How does your body burn 2000 calories a day, but you have to run a mile to burn 100 extra?


Basically the title. I saw this thing about how much you have to exercise to burn off certain foods and was wondering how your body burns so many calories by doing nothing.

In: 160

Your body is always burning calories to run its basic functions – keep your organs doing their job, keep your body warm, etc. If you think about it, running a mile takes like 8-10 minutes and that burns an extra 5% over your entire day’s baseline. If you jogged for an hour, you’d burn 600-700 calories.

Your body is never doing “nothing”

You have a “basal metabolic rate” whish is the required calories to just function.

Body functions, breathing, liver, kidney, brain, heart etc – all require energy.

That’s about as much as I understand it!

2000 (ish) calories is just what you need for doing the normal stuff you do day to day. The amount of energy you burn just existing and walking around and making poop and thinking and whatnot. The body is a very inefficent machine when you think about it.

Muscles on the other hand are pretty efficient at using the juice you make… It takes a pile of movement to use it up.

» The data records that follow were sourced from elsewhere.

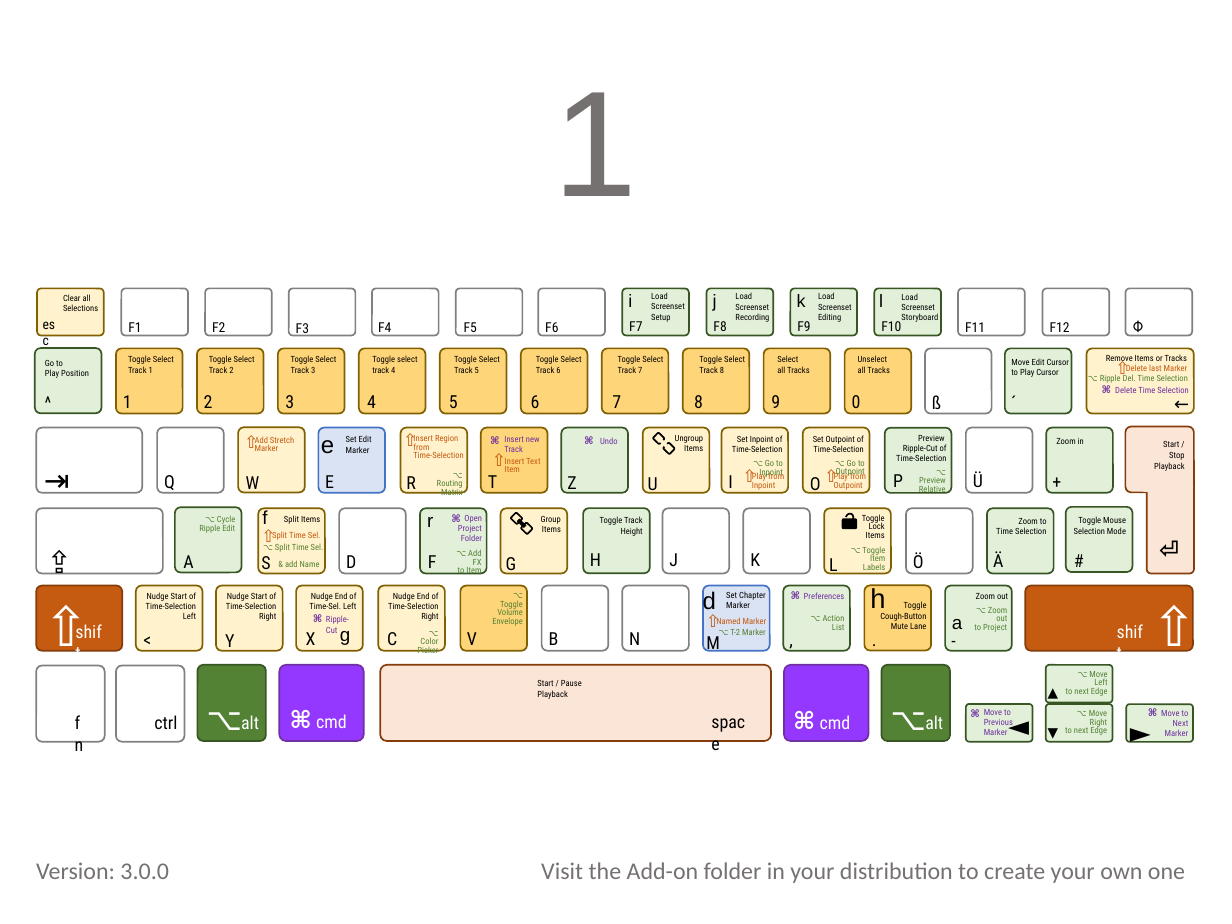
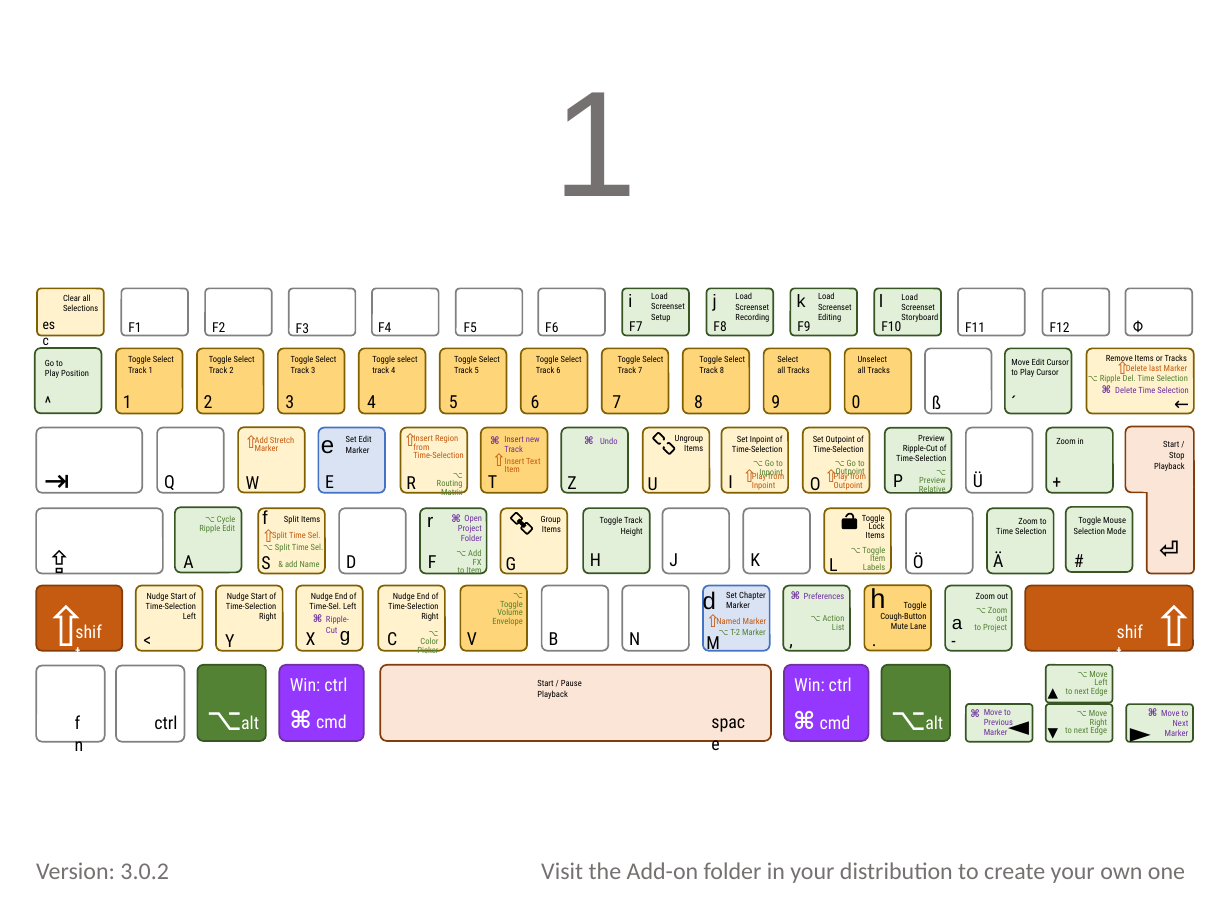
Before and after one commit to Ultraschall/ultraschall-3, a slide deck: slide 1 of Documentation/Keymap.pptx. Drawn at 1232x924 pixels with LibreOffice and Linux fonts; fonts in the diff are those of the drawing. Boxes give left, top, right and bottom in pixels: in the first picture for what was removed or moved away, otherwise in the second. Text is boxed around its words. In the diff, an @@ line names an element or a change of style, - is before the commit and + after.

```diff
--- a/Documentation/Keymap.pptx
+++ b/Documentation/Keymap.pptx
@@ text added at bbox=[290, 677, 347, 691], 10.5 pt, text #FFFFFF @@
+Win: ctrl
@@ text added at bbox=[794, 677, 852, 691], 10.5 pt, text #FFFFFF @@
+Win: ctrl
@@ text at bbox=[36, 862, 168, 879]: text changed @@
-Version: 3.0.0
+Version: 3.0.2
```
Also in this commit, not shown: 1 other file.

Well, it is not doing nothing. We are warm blooded animals, and the body gives off about 100 W to keep us warm. That comes from different activities needed to keep us alive (breathing, digesting) but also from the the brain: your brain uses a large amount of glucose, about 1/5 of your daily calories.

The surprising part is the muscles are so efficient. But they need to be. If moving for hunting or gathering food needed much more energy we would have gone extinct a long time ago.

Your body burns calories just being alive and doing normal stuff. Kind of like how a car will burn gas while idling and not moving.